Member of the House of Representatives
- In office 10 April 1946 – 31 March 1947
- Preceded by: Constituency established
- Succeeded by: Multi-member district
- Constituency: Kumamoto at-large

Personal details
- Born: 5 January 1899 Kumamoto, Japan
- Died: 12 July 1987 (aged 88)
- Party: Socialist
- Other party: National (1946–1947)
- Alma mater: Tokyo Women's Higher Normal School

= Tsuko Yamashita =

Japanese politician (1899–1987)

Tsuko Yamashita (山下ツ子; 5 January 1899 – 12 July 1987) was a Japanese educator and politician. She was one of the first group of women elected to the House of Representatives in 1946.

==Biography==
Yamashita was born in Kumamoto in 1899. She was educated at Nara Girls' Higher Normal School, after which she became a teacher, teaching at Kumamoto First Girls' High School and in Nagasaki. She also became a leader of the Mothers' League.

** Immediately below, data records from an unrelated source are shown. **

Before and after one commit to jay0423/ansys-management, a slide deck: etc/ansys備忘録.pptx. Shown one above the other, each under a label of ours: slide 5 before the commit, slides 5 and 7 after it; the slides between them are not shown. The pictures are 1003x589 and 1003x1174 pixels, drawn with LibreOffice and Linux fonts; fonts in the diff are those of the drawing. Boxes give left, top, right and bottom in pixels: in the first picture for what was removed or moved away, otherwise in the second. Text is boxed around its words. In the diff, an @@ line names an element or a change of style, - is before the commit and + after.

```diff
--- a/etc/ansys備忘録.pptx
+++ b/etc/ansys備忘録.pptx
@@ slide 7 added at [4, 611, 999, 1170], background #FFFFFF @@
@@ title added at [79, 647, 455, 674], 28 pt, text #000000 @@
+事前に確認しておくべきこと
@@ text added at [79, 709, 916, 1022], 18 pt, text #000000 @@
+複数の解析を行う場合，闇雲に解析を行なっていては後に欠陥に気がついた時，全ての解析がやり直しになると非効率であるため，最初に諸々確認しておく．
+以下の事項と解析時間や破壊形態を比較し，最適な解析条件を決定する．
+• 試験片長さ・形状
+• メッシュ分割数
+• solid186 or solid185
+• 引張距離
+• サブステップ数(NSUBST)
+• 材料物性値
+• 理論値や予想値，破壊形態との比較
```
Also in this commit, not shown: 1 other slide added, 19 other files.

After World War II, Yamashita was an independent candidate in Kumamoto in the 1946 general elections (the first in which women could vote), and was elected to the House of Representatives. Following the elections Yamashita joined the Japan Socialist Party. She lost her seat in the 1947 elections and ran unsuccessfully in the 1956 House of Councillors elections. She died in 1987.